Thursday, November 5, 2009

Secret-Lamoille Trail compared w/Ruby Crest Trail

During the scoping process for the Secret-Lamoille Trail project, one of the very few folks who spoke out against us asked "Why do we need another trail? We already have the Ruby Crest Trail!" Well, to my mind, there are several reasons:

1. The Ruby Crest Trail is internationally known for its scenic beauty and for the amazing backcountry experience it provides to users. And, because it's internationally known, it's starting to get more and more traffic. When I was a kid, it was rare to see anybody on that trail past Lamoille Lake, two miles in from the Lamoille Canyon trailhead. When I was in college you'd see folks camped at Liberty Lake. And then Favre Lake. And then North Furlong.

These days it's a rare trip that you don't run into other people along the length of the trail. That's not a bad thing - they've universally been pretty cool folks. But that experience tells me that the demand is there for more trails of that length, beauty and remoteness here in the Rubies. The reconstructed Secret-Lamoille Trail will give those folks an opportunity to visit a completely different part of the range while enjoying the kind of rugged Ruby Mountain experience for which we're rightly known.

2. The Ruby Crest Trail provides an alpine mountain experience. It crosses 10,000' passes, wanders around jewel-like alpine lakes, lets visitors see bristlecones and marmots and mountain bluebirds in their natural habitats. What it DOESN'T provide is a lengthy window for would-be visitors, nor does it provide much of an opportunity to enjoy lower- altitude plant and animal communities. You can't reliably get a horse over those passes before July 4th unless you're willing to tear up a lot of ground (I'm not, and neither is anybody with any sense in his head.) And once the snow flies you're done for the year.

The Secret-Lamoille Trail is a different animal altogether. Its high point of 8300' is lower than the 9000' Ruby Crest Trail trailhead in Lamoille Canyon. It will be open significantly earlier in the year, and portions of it near the Secret Pass trailhead will be suitable for year-round use in dry years. It wanders through lower-altitude plant and animal communities - pinyons and mahoganies and serviceberries and such - and in that respect beautifully complements the mountain experience provided by the Ruby Crest Trail.

3. For the most part, the Ruby Crest Trail is a Point A to Point B experience. That's not a bad thing - in fact, that's one of the nice things about committing to the trail, you know you're going to be there for a while.
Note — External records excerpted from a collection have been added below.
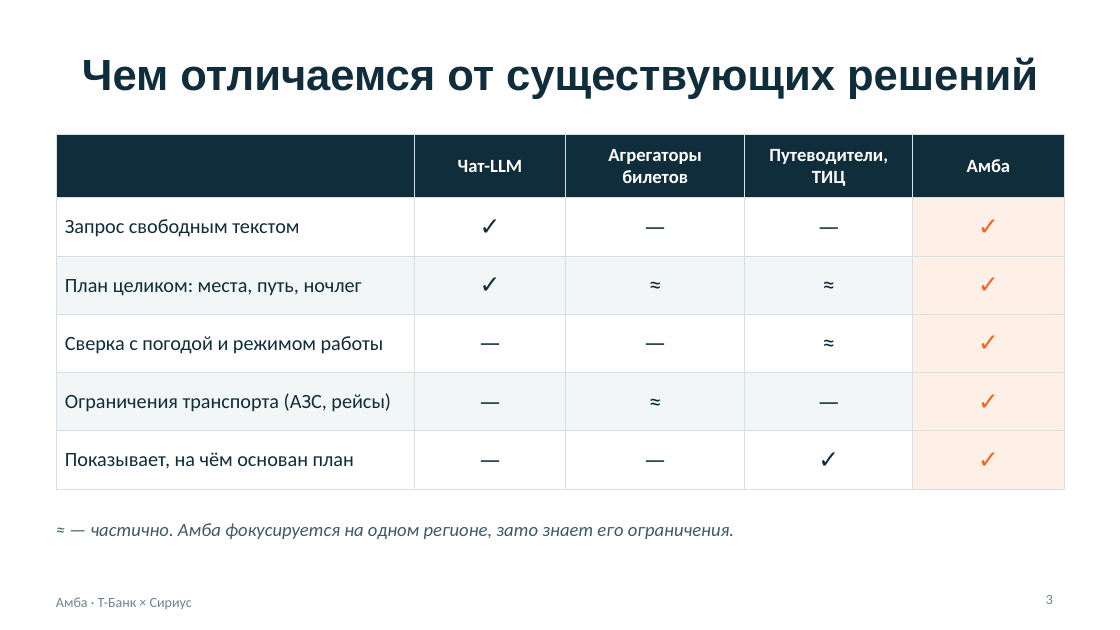
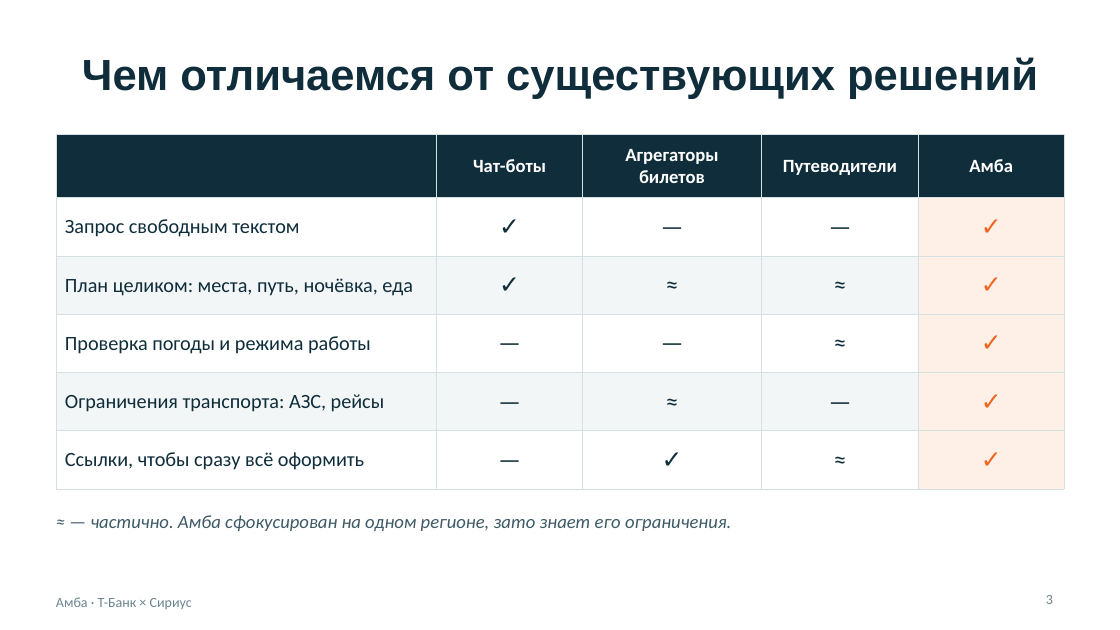
Before and after one commit to BessolitsinGleb/AI-ta, a slide deck: slide 3 of presentation/Amba_Travel_AI.pptx. Drawn at 1120x630 pixels with LibreOffice and Linux fonts; fonts in the diff are those of the drawing. Boxes give left, top, right and bottom in pixels: in the first picture for what was removed or moved away, otherwise in the second. Text is boxed around its words. In the diff, an @@ line names an element or a change of style, - is before the commit and + after.

```diff
--- a/presentation/Amba_Travel_AI.pptx
+++ b/presentation/Amba_Travel_AI.pptx
@@ table at <box>56,134,1064,474</box> @@
-row 1, column 2: Чат-LLM
+row 1, column 2: Чат-боты
-row 1, column 4: Путеводители, ТИЦ
+row 1, column 4: Путеводители
-row 3, column 1: План целиком: места, путь, ночлег
+row 3, column 1: План целиком: места, путь, ночёвка, еда
-row 4, column 1: Сверка с погодой и режимом работы
+row 4, column 1: Проверка погоды и режима работы
-row 5, column 1: Ограничения транспорта (АЗС, рейсы)
+row 5, column 1: Ограничения транспорта: АЗС, рейсы
-row 6: Показывает, на чём основан план | — | — | ✓ | ✓
+row 6: Ссылки, чтобы сразу всё оформить | — | ✓ | ≈ | ✓
@@ text "≈ — частично. Амба сфокусирован ..." at <box>91,515,731,531</box>: vertical alignment middle to top @@
@@ text at <box>91,515,731,531</box>: text changed @@
-≈ — частично. Амба фокусируется на одном регионе, зато знает его ограничения.
+≈ — частично. Амба сфокусирован на одном регионе, зато знает его ограничения.
```
Also in this commit, not shown: 7 other slides changed, 4 slides added, 7 slides removed, 5 other files.

The Secret-Lamoille Trail can certainly be a Point A to Point B experience, as well. The finished trail will be 50 miles long or so. BUT, when you start looking at maps, you can see a lot of other recreational opportunities made real by this trail - loop dayhikes and one- day horseback rides. Overnight out-and-backs to mountain lakes. Shorter multi-night trips than what you can easily do on the Ruby Crest Trail. The Secret-Lamoille Trail opens up a LOT of country and crosses a LOT of other trails - its reconstruction creates a multiplier effect that increases recreational options far more than what a Point A to Point B project would provide.

4. The Ruby Crest Trail is a wilderness trail. That's a GREAT thing for folks looking for a wilderness experience. However, people who ride mountain bikes can't ride in wilderness. Ever. And they like trails, too.

Much of the Secret-Lamoille Trail is non-wilderness, which means that it'll be available for mountain bikers to use. It will be the FIRST trail constructed specifically for use by mountain bikes in Elko County. That means it will be more enjoyable, more sustainable, and more user-friendly for mountain bikes than the very few riding options available here. Not only that, but bringing mountain bikers into the local trail fold means that there'll be more people out there willing to work to build and maintain the trail for the long run. It is my heartfelt wish and goal to get mountain bikers, horsemen and hikers together on trail teams to build and maintain this trail. Only by learning about what other groups want and need can potential trail conflicts be averted.

And - those who WANT a wilderness experience are served by this trail as well. Much of the trail's second segment, between Conrad Canyon and Soldier Canyon, is wilderness. And it is REMOTE. It goes through beautiful country that hasn't been publicly accessible for decades. It crosses trails that lead into some of the Rubies' least-traveled alpine areas. You don't HAVE to take "the (trail) less traveled-by", but it's there if that's the experience you're looking for.

I guess the bottom line for me is not "why do we need this trail," but rather "how did we ever get along without it?"